Zu erwähnen seien nebendem die unbestritten starken Darsteller, allen voran der nicht wiederzuerkennende Mifune Toshirō verblüfft in der für ihn untypischen Hauptrolle des alternden Patriarchen und Fabrikbesitzers, der sich um augenscheinlich jeden seiner Liebsten bis zum letzten selbstlos zu sorgen scheint und zu den größten, entsagungsvollen Opfern bereit ist, sowie der Tod von Kurosawas Stammkomponisten Hayasaka Fumio, weswegen sein Schüler Masaru Satō den Score für "Ikimono no kiroku" fertigstellen musste und fortan seinen Posten einnahm. (7,5)

Das süße Leben [La dolce vita(1960)
Federico Fellinis legendäre, episodenhafte Chronique scandaleuse, Marcello Mastroiannis vielbeschworener Streifzug durch Welt der Reichen und Schönen - eine gnadenlose Abrechnung mit der Hautevolee Roms? Ganz so einfach macht es Fellini einem da nicht. In Wahrheit muss sich ein Jeder, der in "La Dolce Vita" eine einseitige Kritik an der Banalität der High Society zu erkennen meint, selbst den Vorwurf einer entlarvenden, möglicherweise ideologisch aufgeladenen, voreingenommenen Oberflächlichkeit oder Projektion gefallen lassen. Bestimmt entbehrt Fellinis schwer fassbares Gebilde weder einer scharfsinnigen, kritischen Sichtweise auf die High Society, auf ihre Illusionen, Verlockungen und Verheißungen, noch eines dekuvrierenden Blickes hinter all die verzweifelten Maskeraden und das glamouröse, blendende Aufspielen, welcher die unter all dem Glanz brodelnde Verzweiflung offenlegt. Bei alledem muss man nichtsdestoweniger einsehen, dass er der abgebildeten Welt, zu der er sich im Endeffekt zugehörig erachtete, eine in gleichem Maße faszinierte, manchmal vielleicht ein Gran weit traurig anmutende Zuneigung entgegenbringt. "La dolce vita" ist keine beißende Satire im engeren Sinne, doch er handelt zweifelsohne von Menschen, mehr noch: von ihrem unerfüllt bleibenden Sehnen nach Sinn, nach Erfüllung, nach Liebe. Dass dieses Sehnen bisweilen arg merkwürdige Formen und Auswüchse annimmt, liegt nun mal in der Natur des Menschen. Daher preist Fellini in gleicher Weise, was er nicht ernstlich verdammt. (9)

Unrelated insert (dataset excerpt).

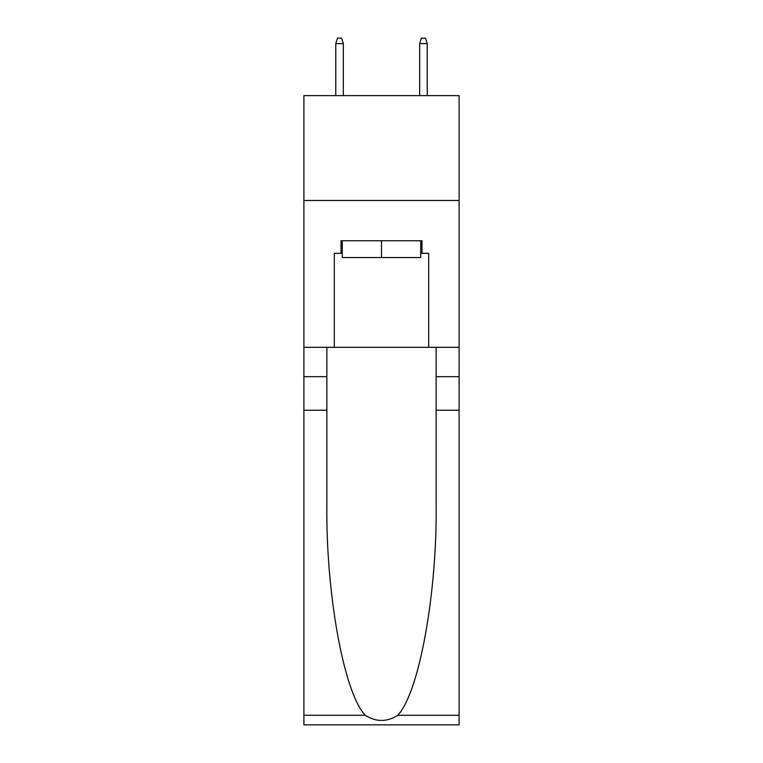 <?xml version="1.0" encoding="UTF-8"?>
<svg xmlns="http://www.w3.org/2000/svg" width="763" height="763" viewBox="0 0 763 763"><rect width="100%" height="100%" fill="white"/><g stroke="black" fill="none" stroke-linecap="round" stroke-linejoin="round"><path stroke-width="1.14" d="M459.107 200.488L459.107 95.623L303.893 95.623L303.893 200.488L459.107 200.488L459.107 347.308L428.692 347.308L428.692 253.345L421.977 253.345L421.977 240.765L341.023 240.765L341.023 253.345L342.282 253.345M420.718 240.765L420.718 257.541L342.282 257.541L342.282 240.765M381.5 240.765L381.5 257.541M397.733 715.284L459.107 715.284L459.107 724.85L303.893 724.85L303.893 410.236L326.86 410.236L326.86 503.771C325.744 593.175 343.884 693.042 365.267 715.284C376.083 722.18 386.898 722.18 397.733 715.284C419.116 693.042 437.256 593.175 436.14 503.771L436.14 347.308M436.14 410.236L459.107 410.236L459.107 347.308M303.893 410.236L303.893 200.488M326.86 347.308L326.86 410.236M459.107 715.284L459.107 410.236M303.893 347.308L334.308 347.308L334.308 253.345L341.023 253.345M334.308 347.308L428.692 347.308M420.718 253.345L421.977 253.345M343.331 95.623L343.331 43.605L335.777 43.605L335.777 95.623M335.777 43.605L337.456 38.15L341.652 38.15L343.331 43.605M419.669 43.605L421.348 38.15L425.544 38.15L427.223 43.605L419.669 43.605L419.669 95.623M427.223 43.605L427.223 95.623M436.14 376.674L459.107 376.674M326.86 376.674L303.893 376.674M303.893 715.284L365.267 715.284"/></g></svg>

Wrong Turn 4: Bloody Beginnings (2011)
Stumpfsinniger Schrott, der sich als Prequel tarnt, nullkommajosef aus seinem Setting zu machen weiß, neben alldem komplett hirnverbrannt dämlich endet. (2)

Wrong Turn 2: Dead End (2007)
Den wiederum fand ich ordentlich, ein brauchbares, unterhaltsames Sequel, das den Vorgänger verwertbar weiterspinnt, fleißig die Sex- und Gore-Keule schwingt und sein Figureninventar emsig dezimiert, bevor sich die Handvoll Überlebenden amüsant zur Wehr setzen dürfen. (6,5)

Das Schloß im Spinnwebwald [蜘蛛巣城 Kumonosu-jō (Throne of Blood)] (1957)
Für seine Macbeth-Bearbeitung greift Kurosawa Akira verstärkt und nachdrücklich auf Noh-Elemente zurück, reduziert den Shakespeare-Klassiker dergestalt auf seinen elementaren Kern, befreit ihn von schmückendem mystischen Ballast und Nebenfiguren, konzentriert sich ohne ausgiebigere Schwänke, dafür hochstilisiert auf Mifune Toshirōs Washizu Taketoki (Macbeth) und Yamada Isuzus Washizu Asaji (Lady Macbeth) und ihren stufenweisen Abstieg in den Wahnsinn und die Verdammnis. Eine im höchstem Maße stimmungsvolle Adaption, die gekonnt die Essenz der Vorlage freilegt. (7,5)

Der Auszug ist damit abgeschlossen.